Thursday, August 12, 2010

the real live racist

I finally met a real one. A real live, honest-to-goodness racist. You don't meet one of those every day.

Now I don't mean the kind that protests, "But I have lots of black friends"; the white businessmen and women who talk about the forty-year old "girl" who brings the tea; or even the one who smiles at the black kids in their class but goes home to their braai on a Friday night to complain about the "coolies" who no-matter-how-fast-you-squash-them-just-keep-popping-up (FYI: that's also a real live experience). I mean the kind that is the unashamed kind.

She is the unfortunate stereotype that has been satirised so many times you half-doubt that they really exist. Surely someone just told a story and in the re-telling it got more and more embellished? Surely?

So I was working in Pretoria (it had to be in the figurative shadow of the Union buildings) and I was working with this Afrikaans girl (she had to be Afrikaans). She and I were the managers in training, and there was pressure on us to perform. On our way out of the centre one day, she told me she was happy to have me there, and although I was confused by her evident enthusiasm at the fact she was "no longer alone", I thought she meant she now had another trainee manager to work with and I smiled tentatively back.

Her enthusiasm waned a little as we approached the parking lot. We were both waiting for our boyfriends and I saw Zwe (my handsome boyfriend who also happens to be black) as soon as I came out. I walked up to him to take his arm and smiled and said I would see her tomorrow, indicating that this was the afore-mentioned boyfriend who was taking me home.

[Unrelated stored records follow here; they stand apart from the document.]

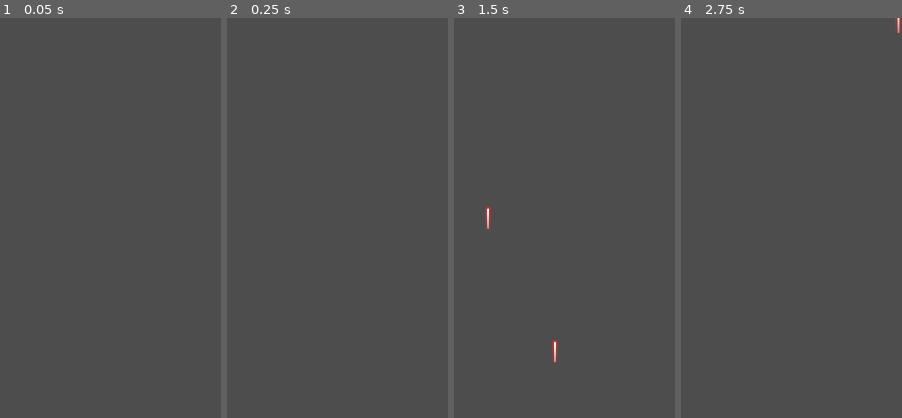
Above: before the commit, frames 1-4 (left to right).
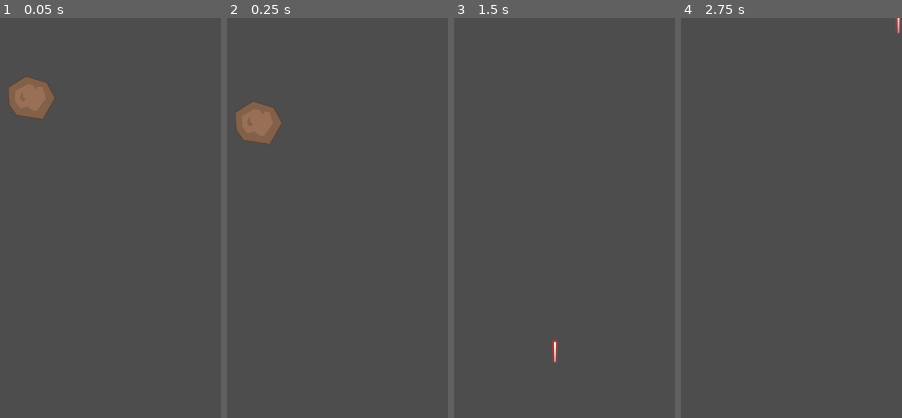
Above: after the commit, the same moments.

Repository: UnusualTitan711x/Stellar-Vortex
Game: Godot game, scene res://scenes/game.tscn
Same seed, same stepped clock (60 frames per second), same inputs: the game is played once before the commit and once after it.
Inputs:
- Up to frame 1 (0.05 s): no input
- Up to frame 2 (0.25 s): no input
- Up to frame 3 (1.5 s): tap Enter at 0.5 s; hold D (move_right) 0.53-1.28 s; hold Space (shoot) 0.53-1.28 s; hold S (move_down) from 1.28 s (still down); tap Space (shoot) at 1.35 s
- Up to frame 4 (2.75 s): release S (move_down) at 2.03 s; hold D (move_right) from 2.03 s (still down); hold Space (shoot) from 2.03 s (still down)
The pictures show only the part of the screen within x 42-92%, y 0-50%; the shares and areas given below are measured in that part.

The runs differ from the first frame. In frame 1, 1.6% of the frame differs, in the area x 3-25%, y 14-26%; in frame 2, 1.6%; in frame 3, 0.2%; in frame 4, nothing differs.

Commit message:
created enemy (meteor) and death on collision

Diff:
--- a/project.godot
+++ b/project.godot
@@ -62,3 +62,9 @@
 "events": [Object(InputEventKey,"resource_local_to_scene":false,"resource_name":"","device":-1,"window_id":0,"alt_press …(191 unchanged characters)…
 ]
 }
+
+[layer_names]
+
+2d_physics/layer_1="player"
+2d_physics/layer_2="enemy"
+2d_physics/layer_3="laser"
--- a/scenes/game.tscn
+++ b/scenes/game.tscn
@@ -1,8 +1,9 @@
-[gd_scene load_steps=4 format=3 uid="uid://6eskilvv7o4y"]
+[gd_scene load_steps=5 format=3 uid="uid://6eskilvv7o4y"]
 
 [ext_resource type="Script" path="res://scripts/game.gd" id="1_wcxds"]
 [ext_resource type="PackedScene" uid="uid://b07gbbjojviw7" path="res://scenes/player.tscn" id="2_dygiw"]
 [ext_resource type="PackedScene" uid="uid://bol1qc50pqq8t" path="res://scenes/laser.tscn" id="3_4i0s5"]
+[ext_resource type="PackedScene" uid="uid://bunsdh1flr7la" path="res://scenes/meteor.tscn" id="4_ot7am"]
 
 [node name="Game" type="Node2D"]
 script = ExtResource("1_wcxds")
@@ -17,3 +18,6 @@
 position = Vector2(164, 928)
 
 [node name="LaserContainer" type="Node2D" parent="."]
+
+[node name="Meteor" parent="." instance=ExtResource("4_ot7am")]
+position = Vector2(272, 88)
--- a/scenes/laser.tscn
+++ b/scenes/laser.tscn
@@ -7,6 +7,8 @@
 radius = 3.0
 
 [node name="Laser" type="Area2D"]
+collision_layer = 4
+collision_mask = 2
 script = ExtResource("1_an4k7")
 
 [node name="Sprite2D" type="Sprite2D" parent="."]
@@ -22,4 +24,5 @@
 position = Vector2(0, 3)
 scale = Vector2(0.3, 0.2)
 
+[connection signal="area_entered" from="." to="." method="_on_area_entered"]
 [connection signal="screen_exited" from="VisibleOnScreenNotifier2D" to="." method="_on_visible_on_screen_notifier_2d_screen_exited"]
--- /dev/null
+++ b/scenes/meteor.tscn
@@ -0,0 +1,26 @@
+[gd_scene load_steps=4 format=3 uid="uid://bunsdh1flr7la"]
+
+[ext_resource type="Script" path="res://scripts/meteor.gd" id="1_vfb63"]
+[ext_resource type="Texture2D" uid="uid://dd5e38h4r2iic" path="res://assets/kenney_space-shooter-redux/PNG/Meteors/meteorBrown_big3.png" id="2_yduyd"]
+
+[sub_resource type="CircleShape2D" id="CircleShape2D_m8xl1"]
+radius = 28.1603
+
+[node name="Meteor" type="Area2D"]
+collision_layer = 2
+collision_mask = 5
+script = ExtResource("1_vfb63")
+
+[node name="Sprite2D" type="Sprite2D" parent="."]
+scale = Vector2(0.65, 0.65)
+texture = ExtResource("2_yduyd")
+
+[node name="CollisionShape2D" type="CollisionShape2D" parent="."]
+shape = SubResource("CircleShape2D_m8xl1")
+
+[node name="VisibleOnScreenNotifier2D" type="VisibleOnScreenNotifier2D" parent="."]
+position = Vector2(0, -47)
+scale = Vector2(1.1, 0.9)
+
+[connection signal="body_entered" from="." to="." method="_on_body_entered"]
+[connection signal="screen_exited" from="VisibleOnScreenNotifier2D" to="." method="_on_visible_on_screen_notifier_2d_screen_exited"]
--- a/scenes/player.tscn
+++ b/scenes/player.tscn
@@ -4,6 +4,7 @@
 [ext_resource type="Texture2D" uid="uid://kt0c4fffx8dp" path="res://assets/kenney_space-shooter-redux/PNG/playerShip1_blue.png" id="2_wgpt7"]
 
 [node name="Player" type="CharacterBody2D" groups=["player"]]
+collision_mask = 2
 motion_mode = 1
 script = ExtResource("1_axc1m")
 
--- a/scripts/laser.gd
+++ b/scripts/laser.gd
@@ -8,3 +8,9 @@
 
 func _on_visible_on_screen_notifier_2d_screen_exited() -> void:
 	queue_free()
+
+
+func _on_area_entered(area: Area2D) -> void:
+	if area is Enemy:
+		area.die()
+		queue_free()
--- /dev/null
+++ b/scripts/meteor.gd
@@ -0,0 +1,20 @@
+class_name Enemy extends Area2D
+
+@export var speed = 150
+
+func _physics_process(delta: float) -> void:
+	global_position.y += speed * delta
+
+
+func _on_visible_on_screen_notifier_2d_screen_exited() -> void:
+	queue_free()
+
+func die():
+	queue_free()
+
+
+
+func _on_body_entered(body: Node2D) -> void:
+	if body is Player:
+		body.die()
+		queue_free()
--- a/scripts/player.gd
+++ b/scripts/player.gd
@@ -1,4 +1,4 @@
-extends CharacterBody2D
+class_name Player extends CharacterBody2D
 
 @export var speed = 300
 @export var fire_rate := 0.25
@@ -36,3 +36,6 @@
 
 func shoot():
 	laser_shot.emit(laser_scene, muzzle.global_position)
+
+func die():
+	queue_free()

She looked momentarily confused. and then the smile froze a little on her face, but she walked on.

By the next morning, I had forgotten it, but she cornered me that afternoon whilst I was shelving DVDs and told me that she wouldn't say it wasn't a shock. This time, I was the one who was momentarily confused. She said she never expected she would see me with someone who was black. She said each person must do what they wanted but she wasn't brought up that way. I was suddenly reminded of people who sniff disapprovingly and say that they weren't brought up to murder anybody, or to pick their noses at suppertime (or any time for that matter). I also suddenly realised she hadn't been talking about having another manager on the floor, but another white person.

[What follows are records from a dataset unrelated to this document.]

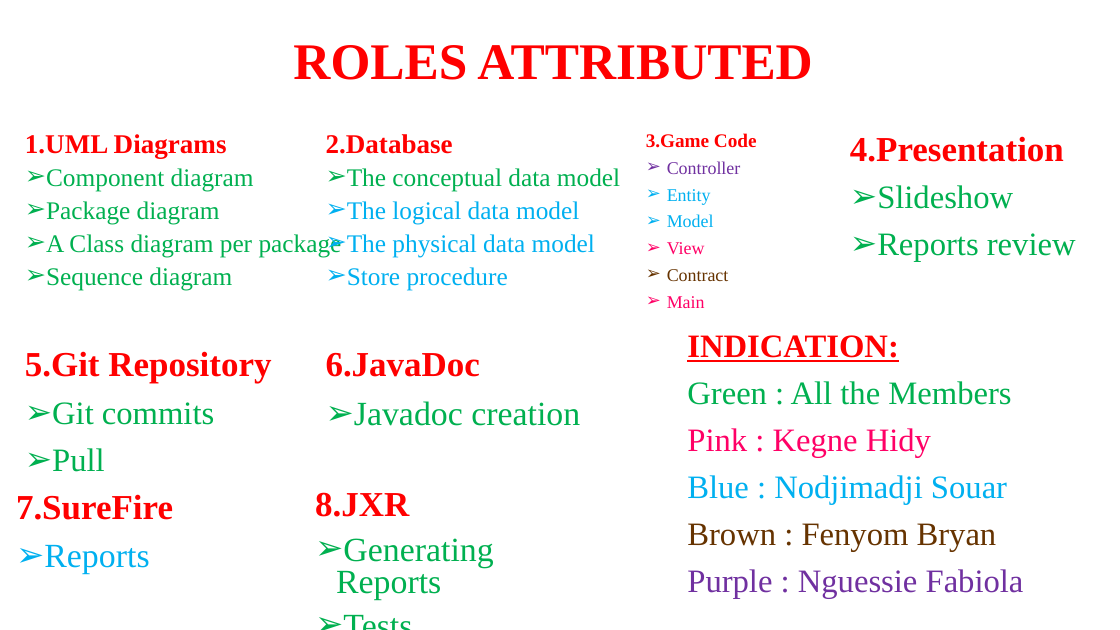
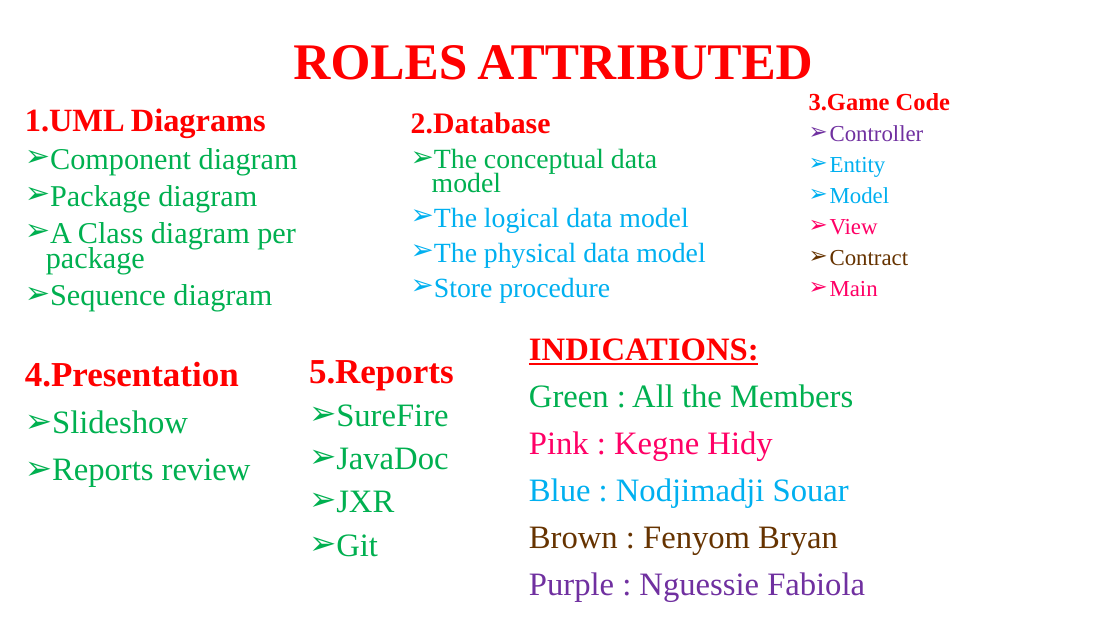
Before and after one commit to NGUESSIE-FABIOLA/BoulderDash, a slide deck: slide 3 of masterpom/PROJET UML.pptx. Drawn at 1120x630 pixels with LibreOffice and Linux fonts; fonts in the diff are those of the drawing. Boxes give left, top, right and bottom in pixels: in the first picture for what was removed or moved away, otherwise in the second. Text is boxed around its words. In the diff, an @@ line names an element or a change of style, - is before the commit and + after.

```diff
--- a/masterpom/PROJET UML.pptx
+++ b/masterpom/PROJET UML.pptx
@@ text "1.UML Diagrams": place and size @@
-text "1.UML Diagrams" at bbox=[25, 134, 342, 291]
+text "1.UML Diagrams" at bbox=[25, 108, 298, 311]
@@ text "1.UML Diagrams" at bbox=[25, 108, 298, 311]: size 23.2 to 27.8 pt in "1.UML Diagrams"; size 21.7 to 25.9 pt in "Component diagram", "Package diagram", "A Class diagram per package", "Sequence diagram" @@
@@ text "2.Database": place and size @@
-text "2.Database" at bbox=[326, 134, 620, 291]
+text "2.Database" at bbox=[411, 112, 705, 302]
@@ text "2.Database" at bbox=[411, 112, 705, 302]: size 23.2 to 25.5 pt in "2.Database"; size 21.7 to 23.8 pt in "The conceptual data model", "The logical data model", "The physical data model", "Store procedure" @@
@@ text "3.Game Code": place and size @@
-text "3.Game Code" at bbox=[646, 133, 757, 308]
+text "3.Game Code" at bbox=[809, 93, 950, 297]
@@ text "3.Game Code" at bbox=[809, 93, 950, 297]: size 16.5 to 21 pt in "3.Game Code"; size 15.4 to 19.6 pt in "Controller", "Entity", "Model", "View" and 2 more places @@
@@ text "INDICATIONS:": place and size @@
-text "INDICATIONS:" at bbox=[687, 335, 1024, 598]
+text "INDICATIONS:" at bbox=[529, 338, 865, 601]
@@ text "4.Presentation": place and size @@
-text "4.Presentation" at bbox=[850, 136, 1076, 262]
+text "4.Presentation" at bbox=[25, 361, 251, 487]
@@ text removed at bbox=[326, 353, 580, 426] @@
-6.JavaDoc
-➢ Javadoc creation
@@ text at bbox=[529, 338, 759, 365]: text changed @@
-INDICATION:
+INDICATIONS:
@@ text at bbox=[309, 360, 454, 557]: text changed; size 30 to 28 pt; text colour #FF0000 to #00B050; bold off @@
-5.Git Repository
-➢ Git commits
-➢ Pull
+5.Reports
+➢ SureFire
+➢ JavaDoc
+➢ JXR
+➢ Git
@@ text removed at bbox=[16, 494, 173, 573] @@
-7.SureFire
-➢ Reports
@@ text removed at bbox=[315, 492, 493, 600] @@
-8.JXR
-➢ Generating Reports
-➢ Tests
```
Also in this commit, not shown: 6 other slides changed, 2 slides added, 1 slide removed.

Now, white people do make these kind of racist statements to other white people. It's not uncommon (although unusual to be making them to me once they know I am not only quite liberal, but actually dating someone of another race).

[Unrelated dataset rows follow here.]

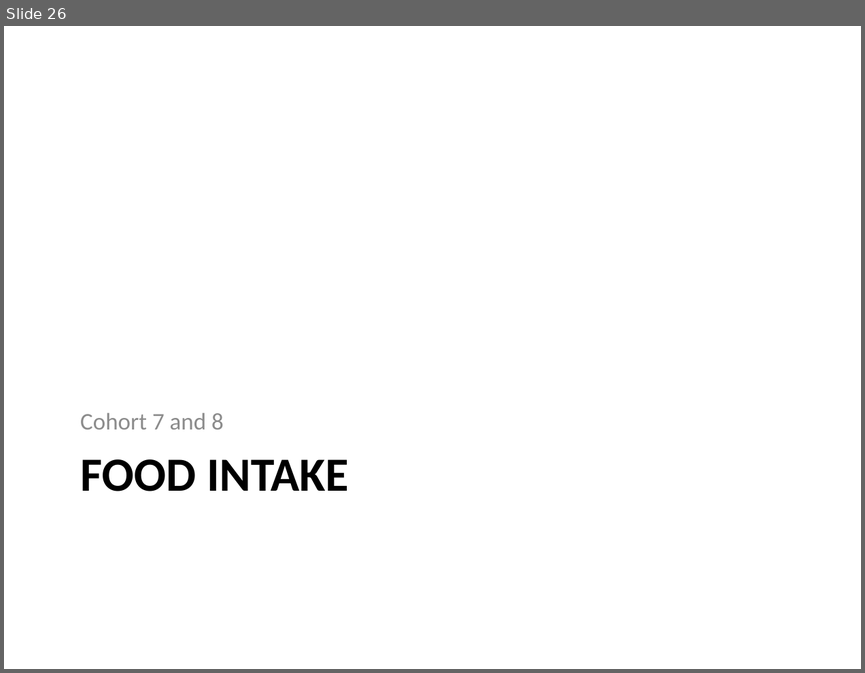
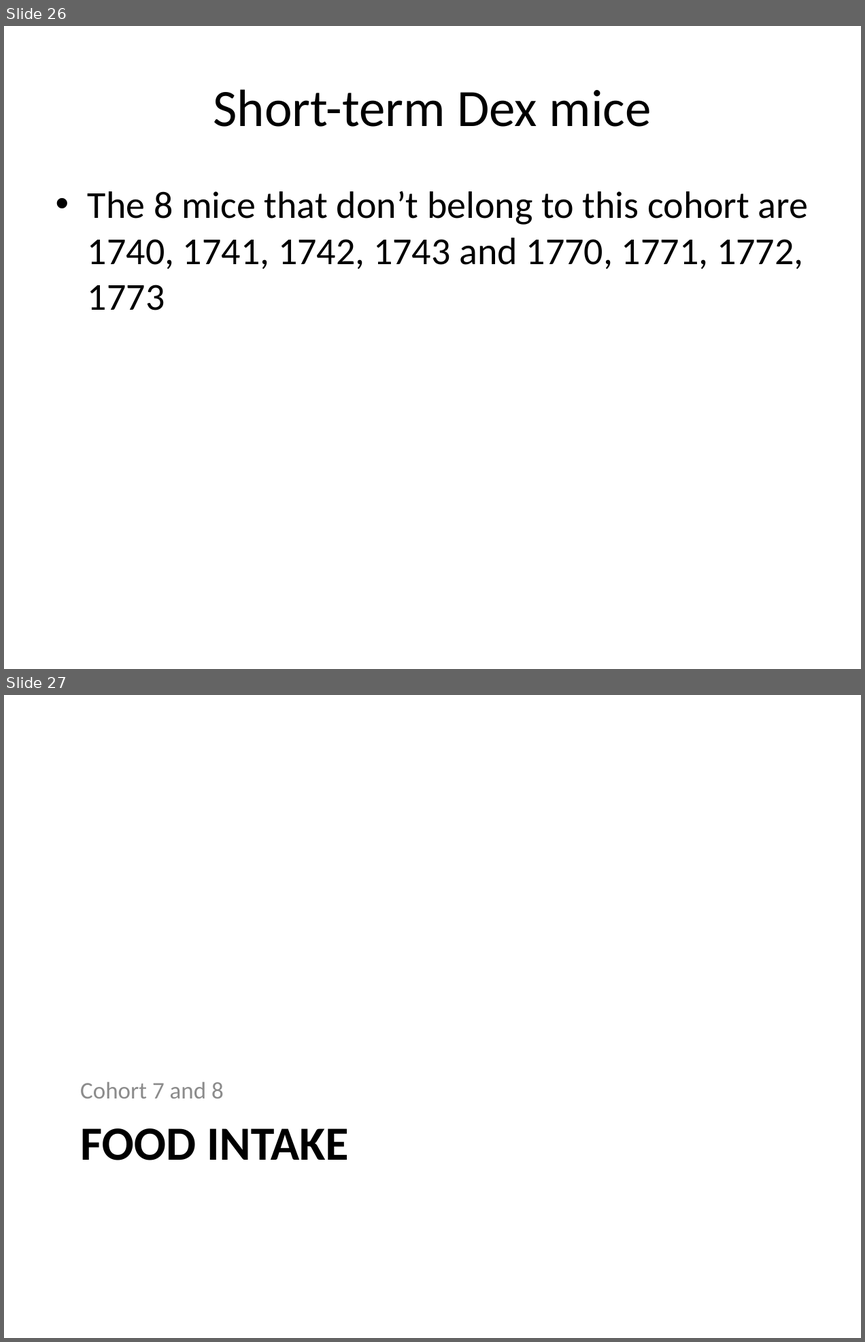
Before and after one commit to BridgesLab/PredictorsDietInducedObesity, a slide deck: ResultsSlides.pptx. Shown one above the other, each under a label of ours: slide 26 before the commit, slides 26 and 27 after it. The pictures are 865x673 and 865x1342 pixels, drawn with LibreOffice and Linux fonts; fonts in the diff are those of the drawing. Boxes give left, top, right and bottom in pixels: in the first picture for what was removed or moved away, otherwise in the second. Text is boxed around its words. In the diff, an @@ line names an element or a change of style, - is before the commit and + after.

```diff
--- a/ResultsSlides.pptx
+++ b/ResultsSlides.pptx
@@ slide 26 added at (x1=4, y1=26, x2=861, y2=669), background #FFFFFF @@
@@ title added at (x1=213, y1=89, x2=651, y2=127), 44 pt, text #000000 @@
+Short-term Dex mice
@@ text added at (x1=88, y1=191, x2=808, y2=310), 32 pt, text #000000 @@
+• The 8 mice that don’t belong to this cohort are 1740, 1741, 1742, 1743 and 1770, 1771, 1772, 1773
@@ what was slide 26 is now slide 27 @@
```

But this racist - when asked by a black colleague - whether she would allow her daughter (now two years old) to date a black man, said absolutely not. She would disown her if she did, but anyway, she would bring her up not to. She is so blatant I practically gasp when I think of it. And people wonder why the new generations are not yet free from prejudice...

She is so racist that her black colleagues want to believe they have misunderstood her (because again, surely, those kinds of racists only appear in Leon Schuster send-ups?). I have heard a girl say that she "thinks she is racist". I could only smile sadly at her attempted kindness.

The final straw, however, came when she heard what Jube-Jube did. She was horrified, said it was terrible. "I mean, I know they're just black kids, but they're just kids, you know?"

I know...just black kids.

But I was reading this article by Jonathan Jansen (the black Vice-Chancellor of the University of the Free State) and he was saying that perpetrators of racist statements are victims of their hatred.

And this racist really is a victim of herself. She is an over-weight girl with bad teeth who hates her job but doesn't have enough skill to work anywhere else. She's had a child with a boyfriend with whom she lives but still hasn't married her (and this in conservative Afrikanerdom). She craves friends but cannot get any because she is imprisoned by her racism and her out of control emotions that threaten to over-whelm her almost every minute of the day. No-one respects her and few people like her of the black or white staff.

The real live racist is actually really lonely. And alone.

1 comment:

  1. Again, I'm too much of a rude fascist to feel sorry for her, but it is delicious that so many sterotypes came together!

    (Well, except we're always shocked when the beautiful people are cruel, but that Miranda Complex we'll leave for another day.)

    Perhaps one day she'll get over her sad, sad situation and realise that this is the best, coolest country in the world. Maybe she won't. But good for you in being polite to her. You might end up helping her open up her tiny, matchbox mind. People like me, who have all the delicacy of an ice pick, tend to send such like people scurrying back down into their holes.